Source data
######

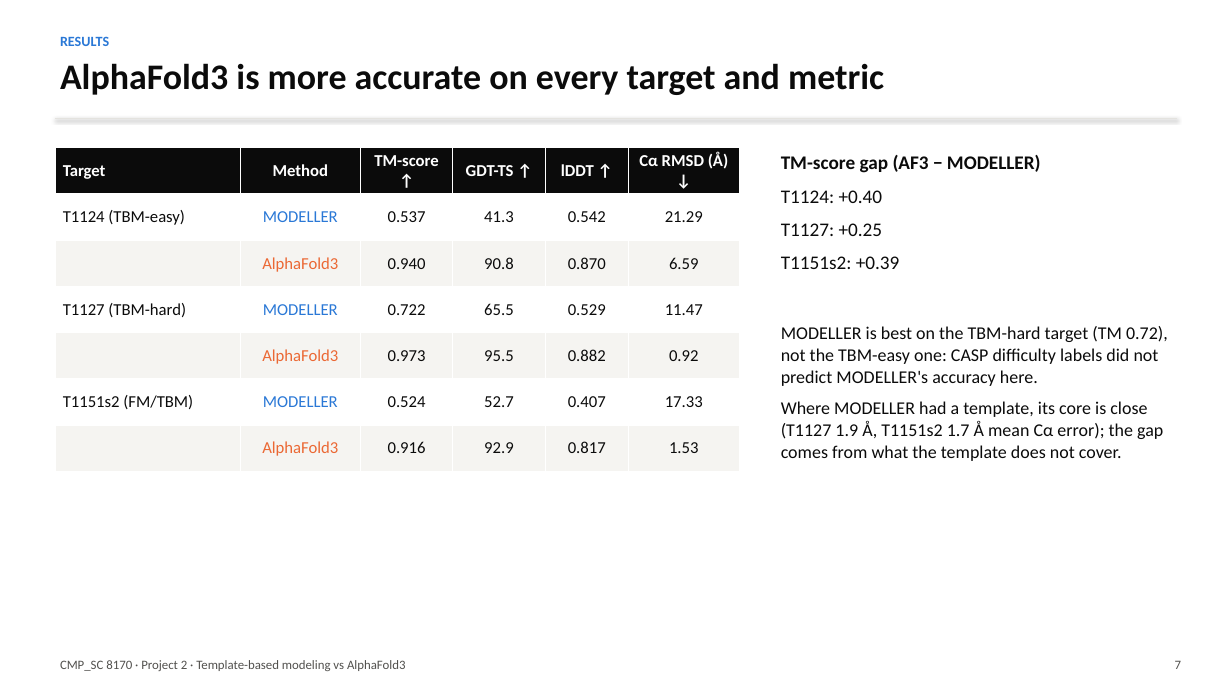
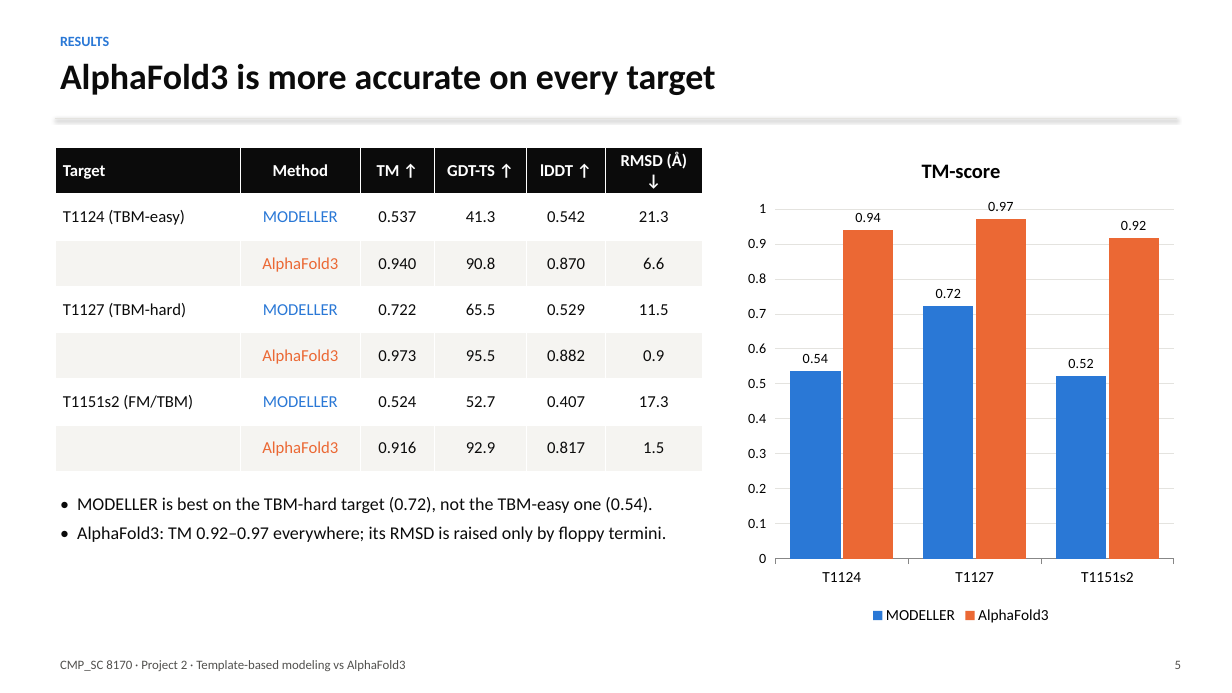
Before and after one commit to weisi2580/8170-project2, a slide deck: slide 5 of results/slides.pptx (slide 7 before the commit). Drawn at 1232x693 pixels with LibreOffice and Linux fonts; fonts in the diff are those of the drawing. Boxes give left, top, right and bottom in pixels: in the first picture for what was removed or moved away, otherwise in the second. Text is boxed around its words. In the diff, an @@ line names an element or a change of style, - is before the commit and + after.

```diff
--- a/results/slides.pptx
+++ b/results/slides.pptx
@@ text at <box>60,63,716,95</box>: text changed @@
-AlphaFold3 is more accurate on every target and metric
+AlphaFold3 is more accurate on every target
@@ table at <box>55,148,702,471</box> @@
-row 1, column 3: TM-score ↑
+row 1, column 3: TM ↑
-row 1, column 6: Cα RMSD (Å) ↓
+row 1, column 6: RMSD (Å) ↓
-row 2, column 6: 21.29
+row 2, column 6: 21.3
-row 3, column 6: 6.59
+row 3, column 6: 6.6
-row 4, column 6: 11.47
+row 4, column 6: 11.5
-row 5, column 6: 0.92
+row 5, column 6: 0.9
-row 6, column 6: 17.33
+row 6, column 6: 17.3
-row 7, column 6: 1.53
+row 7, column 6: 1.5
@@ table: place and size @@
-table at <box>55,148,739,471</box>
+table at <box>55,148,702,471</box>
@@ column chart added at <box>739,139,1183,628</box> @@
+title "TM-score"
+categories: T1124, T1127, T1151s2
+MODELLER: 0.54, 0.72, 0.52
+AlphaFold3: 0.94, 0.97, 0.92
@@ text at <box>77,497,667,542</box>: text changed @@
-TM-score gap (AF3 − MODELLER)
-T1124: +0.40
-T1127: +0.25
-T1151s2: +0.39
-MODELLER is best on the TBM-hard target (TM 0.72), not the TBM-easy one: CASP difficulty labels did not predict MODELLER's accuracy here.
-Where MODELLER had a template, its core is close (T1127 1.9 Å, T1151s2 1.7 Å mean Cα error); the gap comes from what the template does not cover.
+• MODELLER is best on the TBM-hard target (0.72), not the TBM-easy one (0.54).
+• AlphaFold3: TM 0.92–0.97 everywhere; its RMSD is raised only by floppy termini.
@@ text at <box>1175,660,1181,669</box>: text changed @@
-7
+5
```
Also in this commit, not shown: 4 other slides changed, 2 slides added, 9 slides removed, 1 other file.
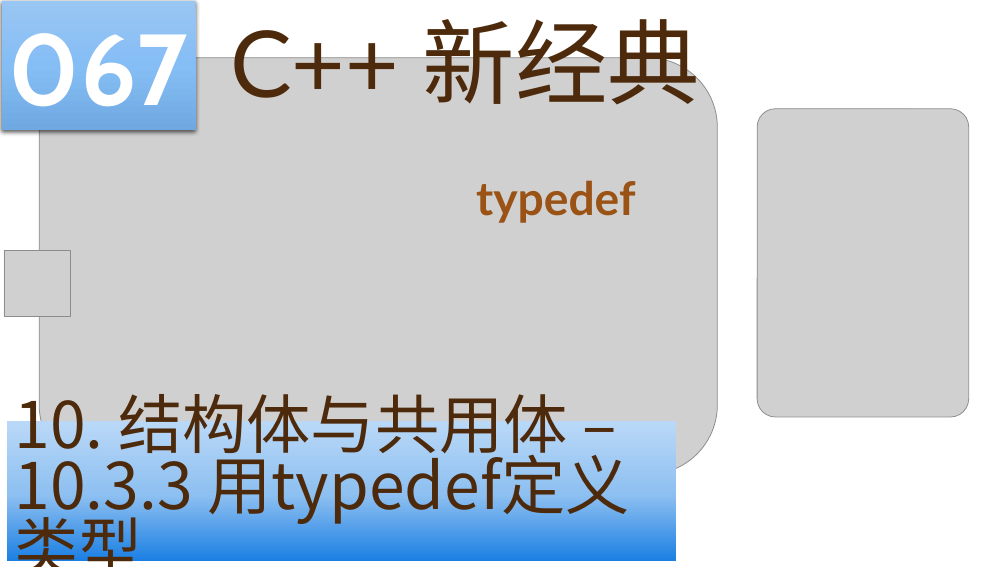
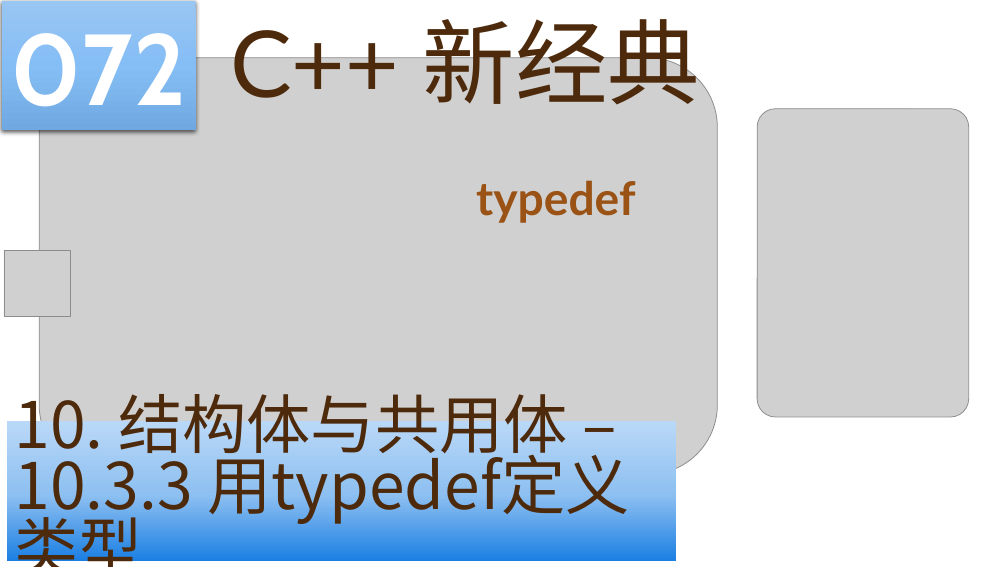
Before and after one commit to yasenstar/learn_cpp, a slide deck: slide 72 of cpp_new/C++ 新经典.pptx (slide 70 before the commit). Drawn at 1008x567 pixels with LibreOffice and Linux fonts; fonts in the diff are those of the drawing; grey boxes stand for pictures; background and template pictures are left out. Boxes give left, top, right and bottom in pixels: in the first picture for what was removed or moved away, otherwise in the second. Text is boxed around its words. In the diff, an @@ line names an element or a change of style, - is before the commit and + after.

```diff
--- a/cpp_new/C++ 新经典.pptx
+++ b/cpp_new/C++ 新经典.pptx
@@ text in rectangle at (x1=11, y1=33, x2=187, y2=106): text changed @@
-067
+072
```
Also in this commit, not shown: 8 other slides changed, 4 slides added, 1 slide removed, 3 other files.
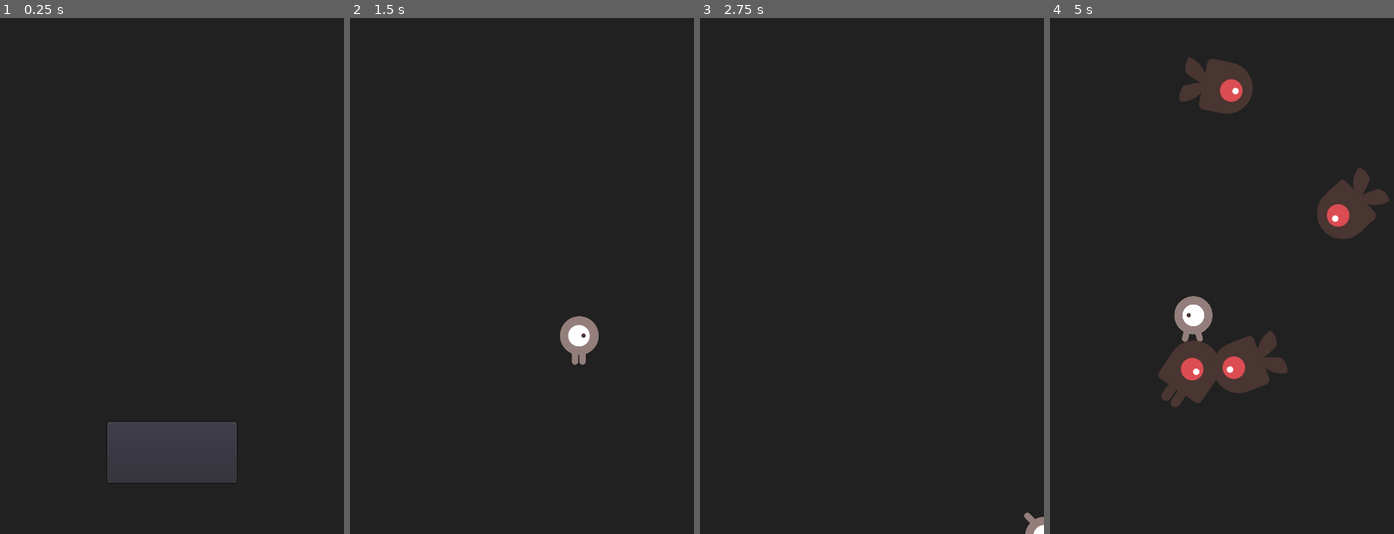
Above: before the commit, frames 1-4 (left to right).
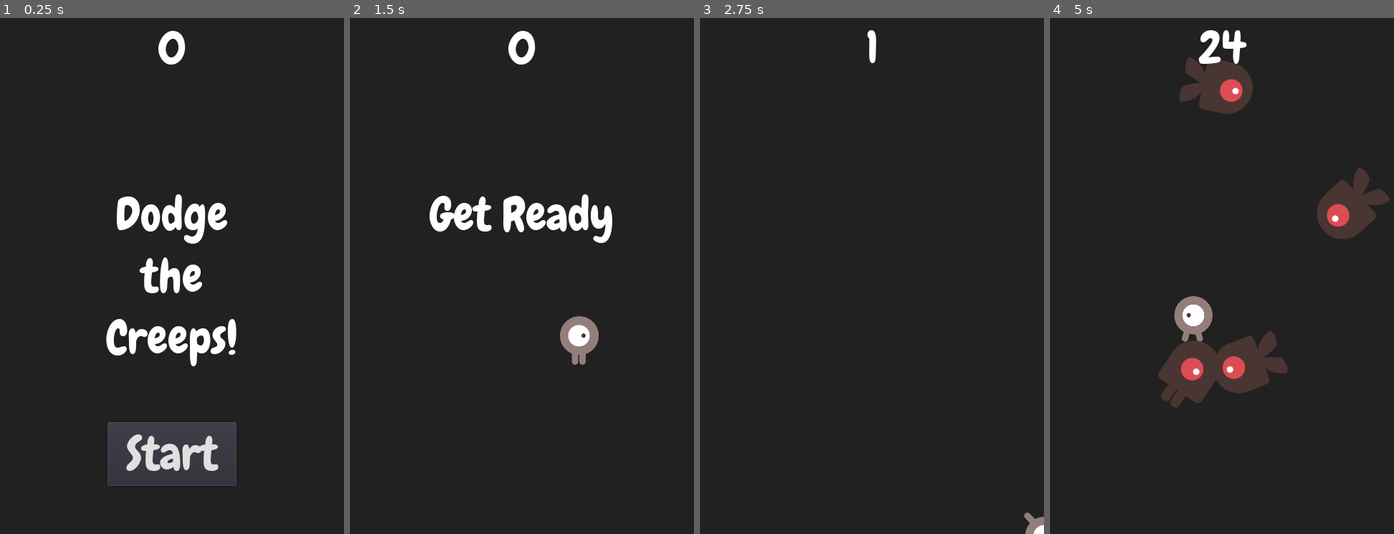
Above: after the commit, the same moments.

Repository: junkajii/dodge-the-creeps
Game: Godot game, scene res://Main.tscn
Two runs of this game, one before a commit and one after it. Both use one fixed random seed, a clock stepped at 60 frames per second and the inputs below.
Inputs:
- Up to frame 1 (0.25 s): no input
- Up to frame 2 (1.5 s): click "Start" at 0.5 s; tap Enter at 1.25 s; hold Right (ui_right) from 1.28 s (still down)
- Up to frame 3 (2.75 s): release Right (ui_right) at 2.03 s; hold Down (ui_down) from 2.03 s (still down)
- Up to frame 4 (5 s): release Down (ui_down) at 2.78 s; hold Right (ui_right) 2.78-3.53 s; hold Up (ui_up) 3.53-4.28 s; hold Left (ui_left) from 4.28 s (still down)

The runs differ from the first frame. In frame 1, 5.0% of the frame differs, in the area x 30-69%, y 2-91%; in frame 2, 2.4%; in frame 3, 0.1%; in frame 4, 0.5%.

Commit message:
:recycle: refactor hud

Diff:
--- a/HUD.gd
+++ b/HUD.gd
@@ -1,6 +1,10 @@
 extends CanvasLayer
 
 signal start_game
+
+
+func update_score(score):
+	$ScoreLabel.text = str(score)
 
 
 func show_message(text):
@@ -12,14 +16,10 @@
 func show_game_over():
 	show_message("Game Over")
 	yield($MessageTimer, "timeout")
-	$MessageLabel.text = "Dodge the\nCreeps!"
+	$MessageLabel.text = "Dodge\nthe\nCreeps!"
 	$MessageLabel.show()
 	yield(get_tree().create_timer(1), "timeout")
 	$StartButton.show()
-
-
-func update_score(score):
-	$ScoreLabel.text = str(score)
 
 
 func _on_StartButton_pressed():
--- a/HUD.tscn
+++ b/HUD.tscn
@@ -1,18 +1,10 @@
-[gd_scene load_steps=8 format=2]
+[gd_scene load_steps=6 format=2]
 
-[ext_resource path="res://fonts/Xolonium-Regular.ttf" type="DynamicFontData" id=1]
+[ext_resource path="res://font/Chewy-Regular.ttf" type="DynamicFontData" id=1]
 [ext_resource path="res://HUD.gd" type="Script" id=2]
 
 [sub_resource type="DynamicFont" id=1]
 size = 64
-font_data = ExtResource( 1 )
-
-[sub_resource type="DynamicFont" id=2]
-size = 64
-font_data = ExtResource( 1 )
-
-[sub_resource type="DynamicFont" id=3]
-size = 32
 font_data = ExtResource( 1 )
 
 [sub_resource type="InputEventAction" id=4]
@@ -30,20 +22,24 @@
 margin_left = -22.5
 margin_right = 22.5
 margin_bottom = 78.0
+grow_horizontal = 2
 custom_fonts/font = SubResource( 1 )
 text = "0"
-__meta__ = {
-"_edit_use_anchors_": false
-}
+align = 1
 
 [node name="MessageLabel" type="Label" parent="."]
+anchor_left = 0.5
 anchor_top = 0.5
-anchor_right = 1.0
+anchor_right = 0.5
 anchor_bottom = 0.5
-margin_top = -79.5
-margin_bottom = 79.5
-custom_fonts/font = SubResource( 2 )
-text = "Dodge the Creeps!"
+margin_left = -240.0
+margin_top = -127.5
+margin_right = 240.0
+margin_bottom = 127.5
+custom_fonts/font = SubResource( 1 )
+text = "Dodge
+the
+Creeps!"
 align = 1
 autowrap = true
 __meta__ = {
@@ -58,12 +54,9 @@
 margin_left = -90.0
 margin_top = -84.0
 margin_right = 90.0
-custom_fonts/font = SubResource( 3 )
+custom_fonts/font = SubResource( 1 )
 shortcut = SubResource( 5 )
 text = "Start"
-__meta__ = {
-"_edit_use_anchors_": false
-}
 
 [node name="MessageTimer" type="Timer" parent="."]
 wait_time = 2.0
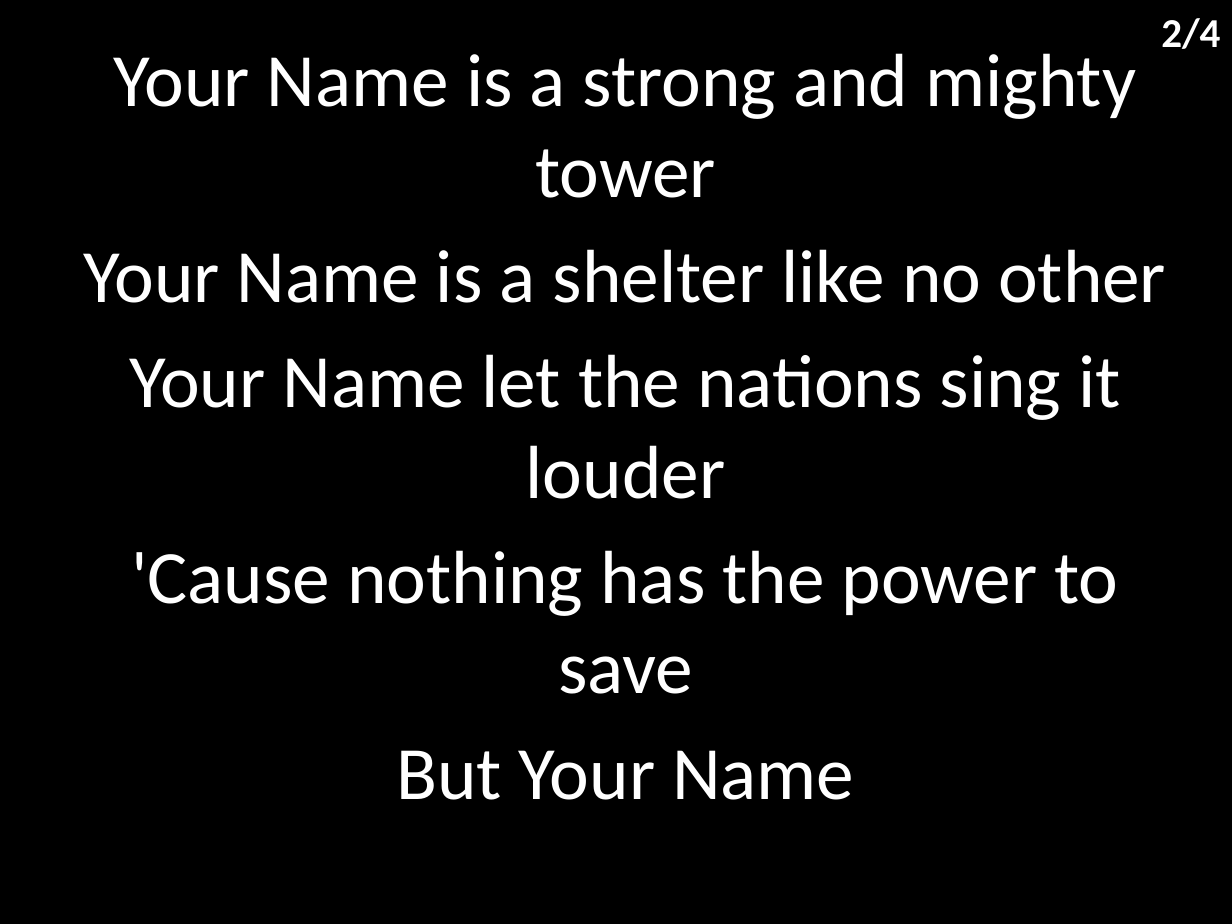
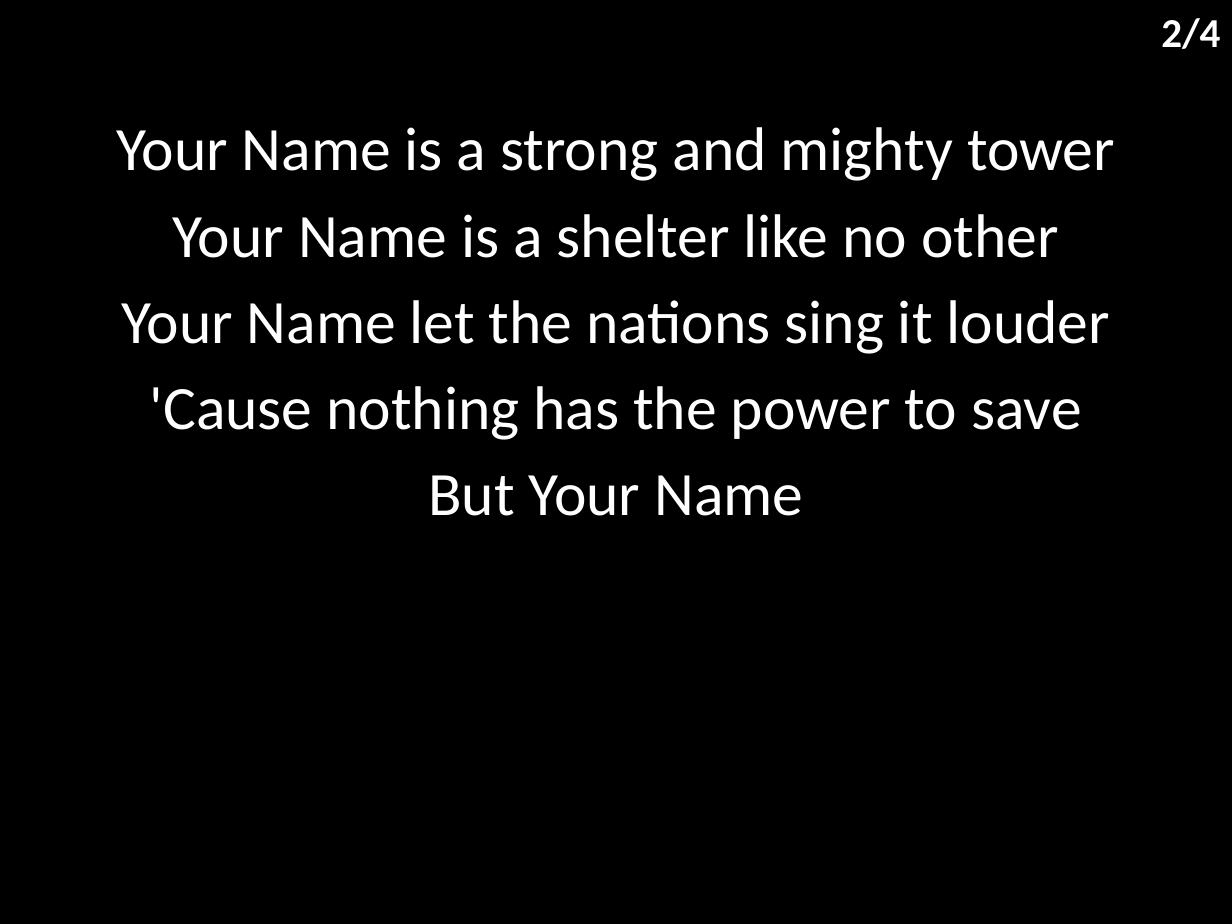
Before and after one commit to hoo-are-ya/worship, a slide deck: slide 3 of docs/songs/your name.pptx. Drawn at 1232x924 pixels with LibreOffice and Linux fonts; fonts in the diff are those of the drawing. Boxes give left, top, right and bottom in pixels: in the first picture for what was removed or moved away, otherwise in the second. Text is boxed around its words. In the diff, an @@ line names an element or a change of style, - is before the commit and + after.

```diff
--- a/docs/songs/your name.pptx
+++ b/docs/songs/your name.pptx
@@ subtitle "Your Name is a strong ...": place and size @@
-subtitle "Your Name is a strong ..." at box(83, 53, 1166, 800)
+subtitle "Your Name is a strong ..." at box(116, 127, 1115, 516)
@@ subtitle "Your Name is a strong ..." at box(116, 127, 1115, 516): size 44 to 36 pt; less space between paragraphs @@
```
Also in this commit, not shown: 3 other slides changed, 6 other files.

######

The lines to return are those with the string "MessageTimer" in them; copy each from the entries above.

 	yield($MessageTimer, "timeout")
 [node name="MessageTimer" type="Timer" parent="."]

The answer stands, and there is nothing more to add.